Are you even thinking about me? It's only been a week since you left, but if feels like I haven't seen you in _years_.

Why…why did you have to leave the village and me? I thought we were friends. _Best Friends._

So why?

Ever since you left, everyone kept asking me where you went and how you were doing. Its not the questions that bothered me though. It was that fact that even _I _didn't know the answer to the questions.

How are you really? I wrote you letters but you never replied to them. I want to visit you but you are too far away. What am I supposed to do? I miss you so much I feel like dying.

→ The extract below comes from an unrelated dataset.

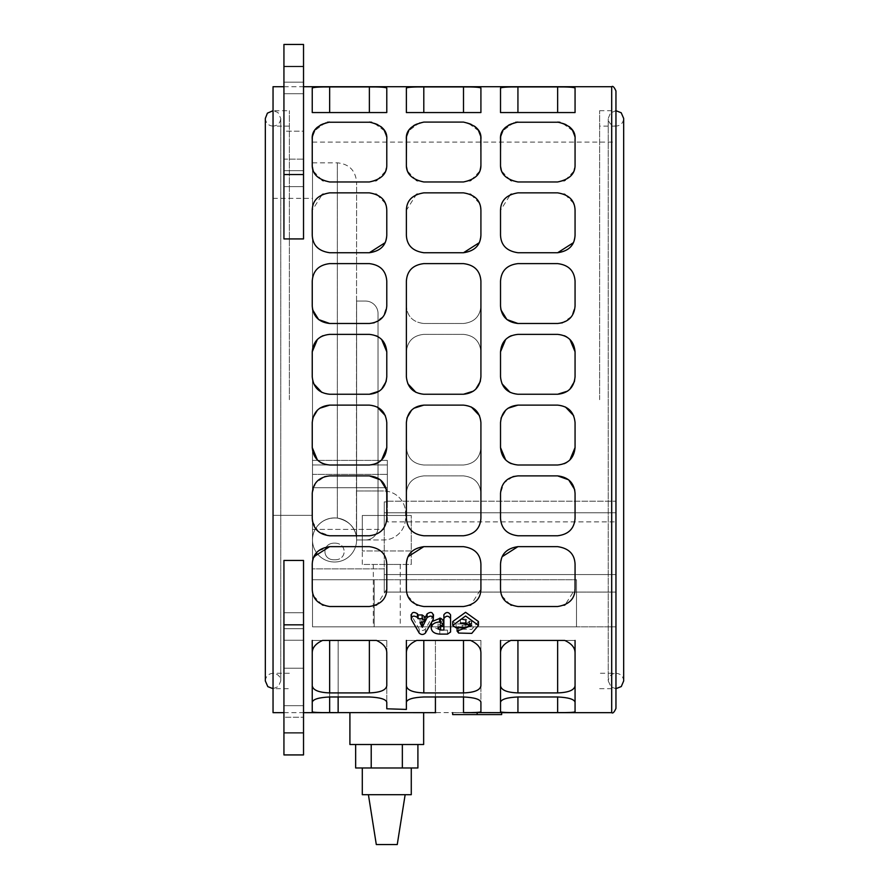 <?xml version="1.0" encoding="UTF-8"?>
<svg xmlns="http://www.w3.org/2000/svg" width="889" height="889" viewBox="0 0 889 889"><rect width="100%" height="100%" fill="white"/><g stroke="black" fill="none" stroke-linecap="round" stroke-linejoin="round"><path stroke-width="0.67" stroke-dasharray="4.45 3.33" d="M433.499 614.699L425.398 629.09C423.331 630.934 421.264 630.934 419.197 629.09L411.085 614.688M422.719 622.6L424.853 618.366M424.853 616.91L422.153 618.833L420.03 618.833L422.297 623.422M420.03 618.833L420.03 622.644M443.433 620.255L438.077 623.8L441.377 626.089M431.587 622.344L432.043 621.533M431.198 628.112L431.198 624.078M450.579 632.001L450.579 628.023L447.511 630.101L439.788 630.101L431.643 626.089M443.878 630.023L443.878 614.755M438.077 623.8L438.077 627.701L438.077 623.8M471.103 623.467L471.737 621.578L460.446 619.189L465.892 619.189L469.236 621.589L465.892 623.922L456.068 623.922L452.723 621.567M460.446 619.189L460.446 623.011M478.46 621.544L471.77 629.39L458.624 629.068L457.079 627.145L462.269 625.178L469.236 625.023M337.342 518.087C319.862 516.62 311.772 531.578 312.495 539.967A22.047 22.047 0 0 1 334.542 517.909A22.047 22.047 0 0 1 356.6 539.967A22.047 22.047 0 0 1 334.542 562.015A22.047 22.047 0 0 1 312.495 539.967L312.495 162.831L312.495 539.967A22.047 22.047 0 0 0 334.542 562.015A22.047 22.047 0 0 0 356.6 539.967A22.047 22.047 0 0 0 334.542 517.909A22.047 22.047 0 0 0 312.495 539.967A22.047 22.047 0 0 1 334.542 517.909A22.047 22.047 0 0 1 356.6 539.967A22.047 22.047 0 0 1 334.542 562.015A22.047 22.047 0 0 0 356.6 539.967A22.047 22.047 0 0 0 334.542 517.909A22.047 22.047 0 0 0 316.506 552.647A22.047 22.047 0 0 0 334.542 562.015A22.047 22.047 0 0 1 312.495 539.967C311.772 531.578 319.862 516.62 337.342 518.087C348.721 520.754 355.089 527.11 356.422 537.178C355.089 527.11 348.721 520.754 337.342 518.087L337.342 162.831L337.342 518.087M356.422 537.178A22.047 22.047 0 0 1 356.6 539.967A22.047 22.047 0 0 0 356.422 537.178L356.6 182.089L356.422 537.178M334.542 543.146C347.355 542.89 347.355 560.303 334.542 559.781C321.74 560.303 321.74 542.89 334.542 543.146M334.542 559.781C347.355 560.303 347.355 542.89 334.542 543.146C321.74 542.89 321.74 560.303 334.542 559.781M386.782 626.823L400.261 626.823L386.782 626.823M386.782 564.459L400.261 564.459L386.782 564.459M599.631 399.694L599.631 110.703L599.631 399.694M615.955 708.4L615.955 90.978M273.045 86.711L273.045 712.667M514.553 86.711L500.518 87.2L500.518 112.559L575.061 112.559L575.061 87.2L561.026 86.711M420.408 86.711L406.373 87.2L406.373 112.559L480.916 112.559L480.916 87.2L466.892 86.711M326.263 86.711L312.239 87.2L312.239 112.559L386.782 112.559L386.782 87.2L372.747 86.711M511.497 194.091L517.931 192.857C506.352 194.869 500.551 200.681 500.518 210.271L500.518 235.307C500.885 245.197 506.686 250.998 517.931 252.732L557.647 252.732C568.771 251.12 574.572 245.32 575.061 235.307L575.061 210.271C574.85 200.503 569.038 194.691 557.647 192.857L517.931 192.857C506.541 194.691 500.729 200.503 500.518 210.271L500.518 235.307C501.007 245.32 506.808 251.12 517.931 252.732C506.686 250.998 500.885 245.197 500.518 235.307L500.518 210.271L510.453 194.547M501.941 383.726L500.518 376.825C501.54 387.393 507.352 393.205 517.931 394.249L557.647 394.249C568.227 393.205 574.027 387.393 575.061 376.825L575.061 351.788C574.072 341.265 568.271 335.453 557.647 334.375L517.931 334.375C507.308 335.453 501.507 341.265 500.518 351.788L500.518 376.825C501.54 387.393 507.352 393.205 517.931 394.249L510.108 392.382M407.718 171.266L406.373 164.554L406.818 135.606L406.373 164.554C406.017 173.677 411.818 179.478 423.797 181.967L463.502 181.967C475.471 179.478 481.282 173.677 480.916 164.554L480.471 135.606L480.916 164.554L479.571 171.288M478.56 130.75L467.525 122.571L478.56 130.75M469.792 180.8L463.502 181.967C475.893 179.033 481.694 173.233 480.916 164.554L480.916 139.517C479.527 132.05 479.16 124.327 463.502 122.093L423.797 122.093C408.129 124.327 407.773 132.05 406.373 139.517L406.373 164.554C405.595 173.233 411.407 179.033 423.797 181.967L417.508 180.8M419.775 122.571L408.74 130.75L419.775 122.571M423.797 323.485L463.502 323.485C474.237 322.285 480.038 316.484 480.916 306.072L480.916 281.035C480.171 270.734 474.37 264.933 463.502 263.611L423.797 263.611C412.929 264.933 407.118 270.734 406.373 281.035L406.373 306.072C407.251 316.484 413.063 322.285 423.797 323.485L463.502 323.485C474.259 322.263 480.071 316.451 480.916 306.072L480.916 351.788C479.938 341.265 474.126 335.453 463.502 334.375L423.797 334.375C413.174 335.453 407.362 341.265 406.373 351.788L406.373 376.825C407.406 387.393 413.207 393.205 423.797 394.249L463.502 394.249C474.081 393.205 479.893 387.393 480.916 376.825L480.916 351.788C479.938 341.265 474.137 335.464 463.502 334.375L423.797 334.375C413.163 335.464 407.351 341.265 406.373 351.788L406.373 281.035C407.062 270.789 412.874 264.989 423.797 263.611L463.502 263.611C474.426 264.989 480.227 270.789 480.916 281.035C480.227 270.789 474.426 264.989 463.502 263.611L423.797 263.611C412.874 264.989 407.062 270.789 406.373 281.035L406.373 306.072C407.229 316.451 413.029 322.263 423.797 323.485M323.218 194.091L329.652 192.857C318.073 194.869 312.261 200.681 312.239 210.271L312.239 235.307C312.606 245.197 318.406 250.998 329.652 252.732L369.368 252.732C380.492 251.12 386.293 245.32 386.782 235.307L386.782 210.271C386.559 200.503 380.759 194.691 369.368 192.857L329.652 192.857C318.262 194.691 312.45 200.503 312.239 210.271L312.239 235.307C312.717 245.32 318.529 251.12 329.652 252.732C318.406 250.998 312.606 245.197 312.239 235.307L312.239 210.271L322.174 194.547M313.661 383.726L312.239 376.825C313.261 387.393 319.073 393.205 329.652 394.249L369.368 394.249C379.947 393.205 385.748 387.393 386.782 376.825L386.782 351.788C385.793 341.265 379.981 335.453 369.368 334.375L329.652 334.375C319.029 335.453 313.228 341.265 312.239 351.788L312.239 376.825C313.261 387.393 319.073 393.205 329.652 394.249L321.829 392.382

Friends from our class started saying that the school you are going to beats students and treats them harshly. I am worried Hotaru, are you doing ok there? Are they really hurting you?

I haven't been so far away from you before. I need you by my side. I can't do anything right without you. My mind is filled with worry on how you are doing.

One night I decided. If you weren't going to come back to me, then I'll just go to you.

I packed up all of my bags and stole all of grandpa's money and savings to go to Alice Academy and see you.

Wait for me Hotaru…

When I got there I couldn't believe my eyes. _This_ was Alice Academy? It's _huge_. Are you really going to school here? Is this even a school?

Now that I was here I needed a way in. that's when these two men came and told me to follow them because they were teachers. So of course I followed them.

But as sad as it was. They weren't really teachers at Alice Academy, just some gangsters trying to kidnap me.

I was so lucky that there really was a teacher from Alice Academy on look out duty to help me.

His name was Narumi, and he was very nice. He even helped me get into Alice Academy so I could see you again, Hotaru!

The day I got into Alice Academy was also the day I met _him_.

And by _him_, I meant Natsume Hyuuga.

The first time I met him was when Narumi saved me from those two gangsters. He was trying to escape the academy and he had on a black cat mask. He also had a ball of fire in his hands, which explains the explosion.

When were both left alone in the room by Narumi to get my enrollment papers, he woke up and jumped me. He demanded me, more like threatened me, to tell him who I was.

I was actually scared. He had produced fire from god knows where and put it near me. He was going to burn my hair if I didn't tell him, he really was going to do it, he wasn't bluffing.

I was so scared that I refused to tell him and started struggling for him to let me go.

Them all of a sudden, a guy the same age, wearing the same uniform as him, came crashing through the window, the _window_.

Oh god, could this get any worse? I was looking at the guy with pleading eyes to help me but all he did was stand there and talk to the guy on top of me. It seemed like they were friends.

Some time has passed and he was still on top of me with the fire in his hands threatening me to tell him who I was. That was until finally, Narumi came back with another teacher. The guy cursed and got off me running towards his companion and jumped out the window.

But before he jumped out, he turned back to me and said "Polka Dots".

That was my underwear pattern; apparently he took off my skirt as I was struggling.

My first impression of Natsume Hyuuga? One word: Pervert.

As I was being escorted to class I reunited with Hotaru! I felt so complete again, not to mention happy.

And as usual she wouldn't let me hug her with my crying face so I had to stop and smile the biggest smile I could manage. She _then_ let me hug her, for three seconds.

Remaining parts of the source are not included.